Avascular necrosis is poorly understood. The etiological factors have not been fully delineated. This disease process had a huge cost impact on the health system due to surgical treatment. Patients with avascular necrosis seen at a single institution underwent DNA extraction and analysis, coagulation-related analysis and buccal smears with DNA analysis. In this patient group 60% tested positive for at least one thrombophilic or hypofibrinolysis factor. We make recommendations depending on the defect in the cascade, allowing for potential non-surgical management of osteonecrosis in patients undergoing therapy with known antagonistic medications (i.e. corticosteroids).

The etiology and pathogenesis of nontraumatic AVN need to be better elucidated.

Our study identifies the potential association of thrombophilic and hypofibrinolytic factors and osteonecrosis of the hip, particularly genetic markers as identified through DNA markers

The significance of this study:

  1. Osteonecrosis is a devastating musculoskeletal condition;

  2. Tends to occur in young people;

  3. Treatments are suboptimal mostly palliative and not curative;

  4. currently unable to identify persons at risk for AVN;

  5. cannot reverse the process once AVN has developed.

60% of patients had at least one tested thrombophilic or hypofibrinolysis factor positive.
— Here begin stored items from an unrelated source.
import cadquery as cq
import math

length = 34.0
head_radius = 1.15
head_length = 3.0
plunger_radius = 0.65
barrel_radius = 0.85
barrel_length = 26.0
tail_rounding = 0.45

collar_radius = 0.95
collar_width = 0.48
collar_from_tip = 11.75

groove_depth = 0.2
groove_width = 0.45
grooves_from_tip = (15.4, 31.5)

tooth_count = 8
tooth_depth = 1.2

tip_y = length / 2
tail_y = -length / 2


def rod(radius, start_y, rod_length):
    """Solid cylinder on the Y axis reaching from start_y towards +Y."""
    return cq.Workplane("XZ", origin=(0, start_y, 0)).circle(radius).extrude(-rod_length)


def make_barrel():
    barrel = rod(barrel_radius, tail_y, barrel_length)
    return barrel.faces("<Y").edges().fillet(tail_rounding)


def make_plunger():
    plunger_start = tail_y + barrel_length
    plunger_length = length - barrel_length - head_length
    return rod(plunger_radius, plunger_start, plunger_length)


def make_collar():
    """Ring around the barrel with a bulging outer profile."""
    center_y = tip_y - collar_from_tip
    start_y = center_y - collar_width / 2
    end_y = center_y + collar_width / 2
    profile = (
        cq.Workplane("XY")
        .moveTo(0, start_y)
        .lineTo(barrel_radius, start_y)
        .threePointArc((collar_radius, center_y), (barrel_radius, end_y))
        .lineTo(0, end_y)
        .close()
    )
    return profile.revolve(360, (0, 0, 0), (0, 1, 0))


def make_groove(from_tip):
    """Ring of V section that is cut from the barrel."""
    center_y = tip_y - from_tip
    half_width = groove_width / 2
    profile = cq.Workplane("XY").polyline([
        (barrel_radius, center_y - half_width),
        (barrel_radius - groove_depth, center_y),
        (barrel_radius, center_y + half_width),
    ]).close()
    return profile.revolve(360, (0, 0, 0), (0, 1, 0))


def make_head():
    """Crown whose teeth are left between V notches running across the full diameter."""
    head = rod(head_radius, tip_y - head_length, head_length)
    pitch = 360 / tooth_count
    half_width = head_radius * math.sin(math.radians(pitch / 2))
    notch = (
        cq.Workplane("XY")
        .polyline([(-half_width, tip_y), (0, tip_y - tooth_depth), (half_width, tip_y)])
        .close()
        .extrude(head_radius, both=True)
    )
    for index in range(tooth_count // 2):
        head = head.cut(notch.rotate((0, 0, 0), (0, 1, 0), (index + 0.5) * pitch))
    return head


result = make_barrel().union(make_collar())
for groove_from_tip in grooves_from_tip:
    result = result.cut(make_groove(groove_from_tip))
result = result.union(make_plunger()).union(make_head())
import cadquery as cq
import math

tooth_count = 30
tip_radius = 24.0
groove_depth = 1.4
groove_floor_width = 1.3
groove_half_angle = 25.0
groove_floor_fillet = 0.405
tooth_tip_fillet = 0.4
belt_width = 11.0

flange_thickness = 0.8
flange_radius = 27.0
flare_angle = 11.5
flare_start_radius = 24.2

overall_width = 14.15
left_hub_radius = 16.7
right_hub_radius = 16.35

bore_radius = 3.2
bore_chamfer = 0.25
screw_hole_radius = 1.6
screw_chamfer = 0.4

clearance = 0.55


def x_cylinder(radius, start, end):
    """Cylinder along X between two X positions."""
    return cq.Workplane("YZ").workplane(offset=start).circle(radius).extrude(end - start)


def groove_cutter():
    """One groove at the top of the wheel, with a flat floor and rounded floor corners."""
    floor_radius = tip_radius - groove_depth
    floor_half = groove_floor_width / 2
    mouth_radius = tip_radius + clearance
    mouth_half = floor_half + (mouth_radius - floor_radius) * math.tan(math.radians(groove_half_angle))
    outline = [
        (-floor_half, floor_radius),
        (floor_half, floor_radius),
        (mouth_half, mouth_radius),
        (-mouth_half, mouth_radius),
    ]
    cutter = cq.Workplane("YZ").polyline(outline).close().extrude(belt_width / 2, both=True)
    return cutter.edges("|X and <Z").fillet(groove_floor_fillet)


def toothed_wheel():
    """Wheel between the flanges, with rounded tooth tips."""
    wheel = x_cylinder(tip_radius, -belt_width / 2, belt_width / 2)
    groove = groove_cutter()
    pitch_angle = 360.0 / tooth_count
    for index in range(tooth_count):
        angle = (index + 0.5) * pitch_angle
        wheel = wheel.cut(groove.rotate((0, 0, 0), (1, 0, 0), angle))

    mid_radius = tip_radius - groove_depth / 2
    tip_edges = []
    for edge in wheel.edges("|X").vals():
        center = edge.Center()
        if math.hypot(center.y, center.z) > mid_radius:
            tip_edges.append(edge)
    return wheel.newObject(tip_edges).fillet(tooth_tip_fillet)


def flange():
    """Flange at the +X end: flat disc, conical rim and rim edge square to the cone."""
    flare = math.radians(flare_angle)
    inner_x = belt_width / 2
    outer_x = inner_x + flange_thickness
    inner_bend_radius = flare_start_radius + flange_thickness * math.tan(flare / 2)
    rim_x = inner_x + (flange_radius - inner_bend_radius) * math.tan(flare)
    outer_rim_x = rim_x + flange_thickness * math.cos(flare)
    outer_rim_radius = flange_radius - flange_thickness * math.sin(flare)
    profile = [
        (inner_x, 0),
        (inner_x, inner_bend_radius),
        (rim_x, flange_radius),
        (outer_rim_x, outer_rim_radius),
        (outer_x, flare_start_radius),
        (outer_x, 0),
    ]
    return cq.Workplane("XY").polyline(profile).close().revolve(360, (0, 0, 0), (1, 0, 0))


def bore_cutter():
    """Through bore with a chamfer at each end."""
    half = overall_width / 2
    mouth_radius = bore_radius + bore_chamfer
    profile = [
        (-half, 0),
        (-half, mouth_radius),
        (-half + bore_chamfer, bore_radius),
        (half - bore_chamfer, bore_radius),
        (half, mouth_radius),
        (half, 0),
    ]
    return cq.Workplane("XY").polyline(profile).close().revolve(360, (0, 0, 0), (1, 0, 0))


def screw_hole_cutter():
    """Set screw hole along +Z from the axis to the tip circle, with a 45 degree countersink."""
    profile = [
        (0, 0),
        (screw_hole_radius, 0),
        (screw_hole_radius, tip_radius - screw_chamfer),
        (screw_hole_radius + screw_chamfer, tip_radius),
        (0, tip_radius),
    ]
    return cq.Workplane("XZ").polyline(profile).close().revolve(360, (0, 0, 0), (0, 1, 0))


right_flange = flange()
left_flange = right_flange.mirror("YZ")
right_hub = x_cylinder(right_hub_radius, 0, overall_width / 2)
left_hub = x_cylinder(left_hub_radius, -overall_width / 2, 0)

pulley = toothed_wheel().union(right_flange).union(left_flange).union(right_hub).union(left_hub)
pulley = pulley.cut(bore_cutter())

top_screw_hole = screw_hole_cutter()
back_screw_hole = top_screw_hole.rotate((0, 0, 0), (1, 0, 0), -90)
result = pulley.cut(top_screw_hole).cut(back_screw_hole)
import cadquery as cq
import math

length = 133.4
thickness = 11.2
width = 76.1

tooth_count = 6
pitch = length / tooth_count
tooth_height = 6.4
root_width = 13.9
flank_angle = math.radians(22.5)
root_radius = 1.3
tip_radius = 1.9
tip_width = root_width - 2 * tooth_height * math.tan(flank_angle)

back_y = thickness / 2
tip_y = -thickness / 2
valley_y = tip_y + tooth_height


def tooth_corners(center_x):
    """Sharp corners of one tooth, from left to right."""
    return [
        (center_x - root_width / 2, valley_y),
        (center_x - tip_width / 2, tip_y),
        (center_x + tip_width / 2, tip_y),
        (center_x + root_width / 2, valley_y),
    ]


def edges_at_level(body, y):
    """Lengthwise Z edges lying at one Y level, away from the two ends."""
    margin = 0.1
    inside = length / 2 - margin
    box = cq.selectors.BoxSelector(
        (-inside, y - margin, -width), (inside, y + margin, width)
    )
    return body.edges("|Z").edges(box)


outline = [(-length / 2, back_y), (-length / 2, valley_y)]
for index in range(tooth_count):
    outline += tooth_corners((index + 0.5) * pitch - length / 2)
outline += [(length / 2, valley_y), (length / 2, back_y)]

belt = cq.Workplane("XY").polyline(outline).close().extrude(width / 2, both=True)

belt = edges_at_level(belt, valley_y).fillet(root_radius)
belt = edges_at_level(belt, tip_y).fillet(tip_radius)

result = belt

Most patients never had a thrombotic event.

Genetic screening, multiple hematological paramteres were tested on patients with avascular necrosis.

  1. hypercoagulability plays a role in the development of AVN of the hip, mainly at the microvascular level;

  2. an impairment at the level of the fibrinolytic system through high PAI-1 levels is a potential mechanism responsible for the development of AVN;

  3. a genetic predisposition is implicated, at least in part, in the development of AVN of the hip.

  4. most patietns had a multifactorial problem and genetic screening and blood testing will lead to recommended therapy (medical) for those patients at risk.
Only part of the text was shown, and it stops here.